# Rear View Mirror Rattle / Vibration DIY Fix - *Pics*



## BlueSQ (Mar 22, 2007)

One of the most annoying rattles in the car - the rear view mirror. Every car I've had suffered from this issue. It's one of the most pronounced rattles because it's directly in the upper center of the sound stage. Super easy to localize - throw on a sub frequency sweep and you'll hear it. It even rattles in the low mid range. You'll know if you are suffering from this issue because when you grab the mirror (like if you were going to adjust it for driving) it will stop. When you let go, it continues rattling.

The cause is the actual mirror is resonating against the plastic mirror housing. Fortunately, this is a no-brainer to fix. Requires some paper and clear silicone caulk. 
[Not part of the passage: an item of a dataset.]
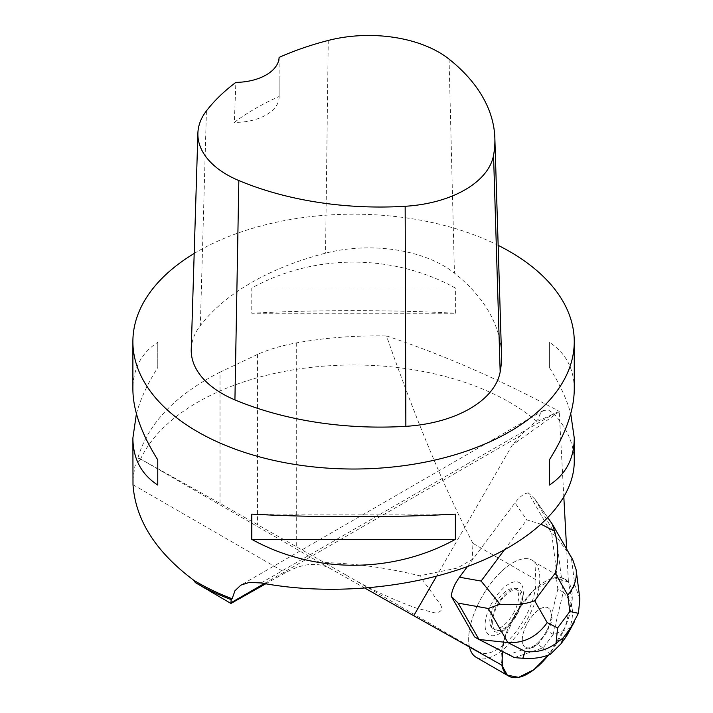 <?xml version="1.0" encoding="UTF-8"?>
<svg xmlns="http://www.w3.org/2000/svg" width="713" height="713" viewBox="0 0 713 713"><rect width="100%" height="100%" fill="white"/><g stroke="black" fill="none" stroke-linecap="round" stroke-linejoin="round"><path stroke-width="0.53" stroke-dasharray="3.56 2.67" d="M549.714 653.509A56.051 25.285 -60 0 1 548.511 655.033L549.714 653.509A56.051 25.285 -60 0 0 564.749 579.001A56.051 25.285 -60 0 0 521.916 603.991A56.051 25.285 -60 0 0 501.827 665.167L503.708 640.987L516.417 612.235L534.108 590.043L554.161 577.869L568.127 581.933L572.236 599.178L565.186 627.039L549.714 653.509M545.677 632.565A22.754 10.267 120 0 0 548.101 607.832A22.754 10.267 120 0 0 527.834 622.413A22.754 10.267 120 0 0 525.338 647.252A22.754 10.267 120 0 0 545.677 632.565M513.173 613.804A22.754 10.267 120 0 0 515.606 589.072A22.754 10.267 120 0 0 495.339 603.653A22.754 10.267 120 0 0 492.843 628.492A22.754 10.267 120 0 0 513.173 613.804M476.195 657.324A56.051 25.285 120 0 0 517.219 634.748A56.051 25.285 120 0 0 526.274 621.157A56.051 25.285 120 0 0 532.255 560.24A56.051 25.285 120 0 0 489.136 585.631A56.051 25.285 120 0 0 469.466 647.003M474.564 636.914L501.685 650.719A56.051 25.285 -60 0 1 556.345 577.494L557.37 578.091L551.719 533.565L528.422 492.941L535.035 499.35L551.791 523.422L572.78 559.758M467.425 566.55L514.964 502.861C519.911 496.462 524.394 493.155 528.422 492.941M557.37 578.091A56.051 25.285 -60 0 1 565.774 579.589A56.051 25.285 -60 0 1 568.404 581.665L566.639 549.046M563.849 497.371L559.206 411.339L537.032 421.579L538.27 419.226L519.732 436.071L512.175 445.215L436.516 576.247M568.404 581.665L534.902 562.325L535.837 579.678A49.874 22.495 -60 0 1 515.49 632.297A49.874 22.495 -60 0 1 479.412 652.047L469.35 646.397A56.051 25.285 -60 0 1 489.448 585.23A56.051 25.285 -60 0 1 532.272 560.249A56.051 25.285 -60 0 1 534.902 562.325M469.35 646.397L502.852 665.737M521.087 600.043A22.754 10.267 -60 0 1 510.588 622.574A22.754 10.267 -60 0 1 495.392 629.962A22.754 10.267 -60 0 1 497.879 605.114A22.754 10.267 -60 0 1 518.146 590.542A22.754 10.267 -60 0 1 521.087 600.043M550.195 625.666A22.754 10.267 120 0 0 552.067 617.921A22.754 10.267 120 0 0 552.076 617.806L551.051 617.217A22.754 10.267 120 0 0 548.101 607.832A22.754 10.267 120 0 0 527.834 622.413A22.754 10.267 120 0 0 525.338 647.252A22.754 10.267 120 0 0 528.146 647.903L529.162 648.5A22.754 10.267 120 0 0 534.509 646.673L533.493 646.076A22.754 10.267 120 0 0 549.17 625.078L550.195 625.666L552.076 617.806M529.162 648.5L534.509 646.673M479.412 652.047L345.502 574.731C367.97 588.02 391.473 599.107 416.009 608.002L435.251 612.957C442.318 611.906 443.566 608.439 439.003 602.574L419.663 575.783C387.578 567.887 355.796 563.475 324.317 562.557L220.014 503.405L139.204 458.254L137.85 458.12C147.93 423.584 175.318 394.94 220.014 372.186L220.014 503.405M535.837 579.678L472.942 543.368L472.193 559.411L457.416 568.047L419.663 575.783M472.942 543.368C444.841 489.394 416.027 420.251 386.482 335.93C442.425 354.495 500 379.628 559.206 411.339M132.894 480.321L134.953 465.821L140.229 459.814L137.85 458.12M194.186 253.48A220.691 127.413 180 0 1 498.155 245.343M574.259 461.552C574.152 444.555 567.388 428.673 553.983 413.888L548.573 410.064L543.44 410.447L539.67 414.832L538.27 419.226M537.032 421.579A220.691 127.413 0 0 0 317.249 366.723A220.691 127.413 0 0 0 140.229 459.814M136.415 413.683C140.408 399.155 147.529 383.763 157.769 367.525L157.769 342.293C141.343 352.997 133.046 368.674 132.885 389.343M574.259 389.343C574.099 368.674 565.81 352.997 549.375 342.293L549.375 367.525C559.625 383.763 566.737 399.155 570.739 413.683M455.375 313.257L455.375 288.025C392.729 253.48 314.415 253.48 251.769 288.025L251.769 313.257C314.415 309.763 392.729 309.763 455.375 313.257L251.769 313.257M220.014 372.186L257.464 354.441C268.703 349.406 281.778 345.547 296.697 342.846C325.77 337.677 355.698 335.377 386.482 335.93M191.236 349.308A105.934 61.158 180 0 1 200.335 325.574A247.17 142.707 180 0 1 325.547 253.168A105.934 61.158 180 0 1 454.439 273.106A247.17 142.707 180 0 1 501.506 354.37M279.104 57.414L279.113 96.513A241.752 139.57 0 0 0 234.327 122.386L235.878 82.387M279.113 96.513A44.135 25.481 180 0 1 279.113 96.906A44.135 25.481 180 0 1 234.327 122.386M455.375 288.025L251.769 288.025M549.375 367.525L549.375 342.293M251.769 514.118L455.375 514.118M157.769 342.293L157.769 367.525M265.762 583.795L285.396 572.708C302.695 563.252 317.624 561.853 330.172 568.511L139.204 458.254M365.074 588.225L330.172 568.511M345.502 574.731L324.317 562.557M523.235 595.248A30.178 13.609 120 0 0 504.857 586.817A30.178 13.609 120 0 0 485.134 626.522A30.178 13.609 120 0 0 507.264 627.387A30.178 13.609 120 0 0 521.863 602.111A30.178 13.609 120 0 0 523.235 595.248M522.201 599.25A24.527 11.06 -60 0 1 521.078 604.82A24.527 11.06 -60 0 1 509.225 625.363A24.527 11.06 -60 0 1 491.239 624.65A24.527 11.06 -60 0 1 507.273 592.396A24.527 11.06 -60 0 1 522.201 599.25M535.303 499.777L556.158 536.123L551.719 533.565M541.31 524.331L526.8 519.839L514.964 502.861M552.201 523.984L551.791 523.422M501.685 650.719L508.975 654.454L528.146 647.903M533.493 646.076L537.62 644.668L543.074 647.823L514.438 657.609L508.975 654.454M579.856 598.947L574.821 585.008L571.327 557.495L556.158 536.123L563.27 592.191L557.816 589.036L556.345 577.494M551.051 617.217L557.816 589.036M537.62 644.668L547.709 631.148L549.17 625.078M553.172 634.294L563.27 592.191L567.842 597.931C573.341 605.194 573.956 615.319 569.705 628.287L553.217 634.383L547.709 631.148M543.074 647.823L550.284 654.302M553.217 634.383L543.19 647.823M567.379 634.722L569.705 628.287M559.215 411.677L512.175 445.215M449.056 59.134L454.439 273.106M206.422 110.907L200.335 325.574M328.256 40.445L325.547 253.168M264.309 583.537L519.732 436.071M261.172 582.949L553.983 413.888M133.001 484.724L285.396 572.708M296.697 342.846L296.697 546.826M257.464 354.441L257.464 524.563M504.269 550.026L526.8 519.839M574.821 585.008L567.842 597.931M565.774 579.589L564.749 579.001M492.843 628.492L495.392 629.962M515.606 589.072L518.146 590.542M279.113 79.428L279.113 96.906M543.315 410.51L240.878 585.123M521.078 604.82L521.863 602.111M509.225 625.363L507.264 627.387M535.035 499.35L547.976 517.914"/><path stroke-width="1.07" d="M548.511 655.033A56.051 25.285 -60 0 1 508.69 676.084A56.051 25.285 -60 0 1 501.827 665.167L507.326 675.166L518.636 677.35L533.805 669.757L548.511 655.033M469.466 647.003A56.051 25.285 120 0 0 476.195 657.324L508.69 676.084M451.267 596.3L474.564 636.914L478.993 639.481L458.147 603.127L451.267 596.3C451.926 590.221 454.662 583.858 459.457 577.209L467.425 566.55M566.639 549.046L563.849 497.371M436.516 576.247L413.736 615.72L502.852 665.737A56.051 25.285 -60 0 1 502.674 651.584M231.128 599.606A222.01 128.18 180 0 1 195.353 582.61L230.932 603.465L231.128 599.606L232.117 598.777L234.969 590.738L240.834 585.15L249.22 582.423L261.172 582.949C328.452 595.81 410.127 588.724 472.55 564.607C534.821 540.374 574.117 500.562 574.259 461.552L574.259 438.032C574.099 458.691 565.81 474.377 549.375 485.072L549.375 459.849C565.81 433.664 574.099 410.162 574.259 389.343L574.259 341.607A220.691 127.413 180 0 1 435.572 459.903A220.691 127.413 180 0 1 193.811 429.511A220.691 127.413 180 0 1 132.885 341.607A220.691 127.413 180 0 1 194.186 253.48M132.885 341.607L132.885 389.343C133.046 410.162 141.343 433.664 157.769 459.849L157.769 485.072C141.343 474.377 133.046 458.691 132.885 438.032L133.001 484.724C135.559 520.089 155.835 551.951 193.811 580.302A220.691 127.413 0 0 0 232.117 598.777M193.811 580.302L195.353 582.61M498.155 245.343A220.691 127.413 180 0 1 509.626 251.511A220.691 127.413 180 0 1 574.259 341.607M132.885 438.032L136.415 413.683M570.739 413.683L574.259 438.032M251.769 539.349L251.769 514.118C314.415 517.611 392.729 517.611 455.375 514.118L455.375 539.349C392.729 573.894 314.415 573.894 251.769 539.349L455.375 539.349M494.858 138.206L501.506 354.37A247.17 142.707 180 0 1 500.17 371.963A105.934 61.158 180 0 1 405.857 426.329A247.17 142.707 180 0 1 234.925 399.895A105.934 61.158 180 0 1 191.236 349.308L197.893 133.144A99.276 57.316 180 0 1 206.422 110.907A240.522 138.866 180 0 1 235.878 82.387A44.135 25.481 180 0 0 279.104 57.414A240.522 138.866 180 0 1 328.256 40.445A99.276 57.316 180 0 1 449.056 59.134A240.522 138.866 180 0 1 494.858 138.206A240.522 138.866 180 0 1 493.548 155.327A99.276 57.316 180 0 1 405.162 206.28A240.522 138.866 180 0 1 238.837 180.549A99.276 57.316 180 0 1 197.893 133.144M549.375 485.072L549.375 459.849M157.769 459.849L157.769 485.072M230.932 603.465L265.762 583.795M413.736 615.72L365.074 588.225M488.289 608.483L500.063 604.205C514.225 605.426 525.739 604.259 534.625 600.702L547.192 622.627C537.076 636.816 523.957 643.456 507.834 642.556L478.993 639.481L514.438 657.609L522.789 658.277L525.223 651.45L507.834 642.556L488.289 608.483L458.147 603.127M459.457 577.209L481.106 581.059L500.063 604.205M552.816 524.946L572.78 559.758L576.157 569.83C577.12 578.796 574.33 587.2 567.771 595.061L555.195 573.145C558.805 559.972 558.591 545.98 554.571 531.185L541.31 524.331M554.571 531.185L552.201 523.984M563.243 637.832L556.033 643.304L557.593 627.948L569.856 611.513L578.421 613.323L570.462 628.171L563.243 637.832L561.193 643.607L550.284 654.302C542.317 657.707 533.155 659.026 522.789 658.277M561.193 643.607L567.379 634.722L574.705 621.157M556.033 643.304C546.8 650.087 536.533 652.805 525.223 651.45M579.856 598.947L578.421 613.323M493.548 155.327L500.17 371.963M405.162 206.28L405.857 426.329M238.837 180.549L234.925 399.895M230.932 602.806L264.309 583.537M481.106 581.059L504.269 550.026M547.192 622.627L557.593 627.948M569.856 611.513L567.771 595.061M555.195 573.145L534.625 600.702M564.562 639.08L570.462 628.171M547.976 517.914L552.192 523.975M579.829 598.751L576.157 569.83"/></g></svg>

Step 1: Fold up paper so that it barely fits between the mirror and the housing. My mirror was super tight against the housing so I only folded 3 times but yours may require more folds of the paper to properly space it. Now, push the paper in three spots, two on top, one on the bottom. Or two on the bottom, one on top. Or two on the bottom and two on top. Whatever, the idea here is to push the mirror away from the housing so you can see a gap. You will want to *gently* push the mirror in (towards the engine) so it moves away from the housing while you insert these paper tabs. You have to create a bigger gap than would normally be there or this won't work. On my car, I could not even fit a piece of unfolder paper in there so the fact that I had to fold three times should give you an idea of how big of a gap you need to produce. Again...gently do this, don't break your mirror. 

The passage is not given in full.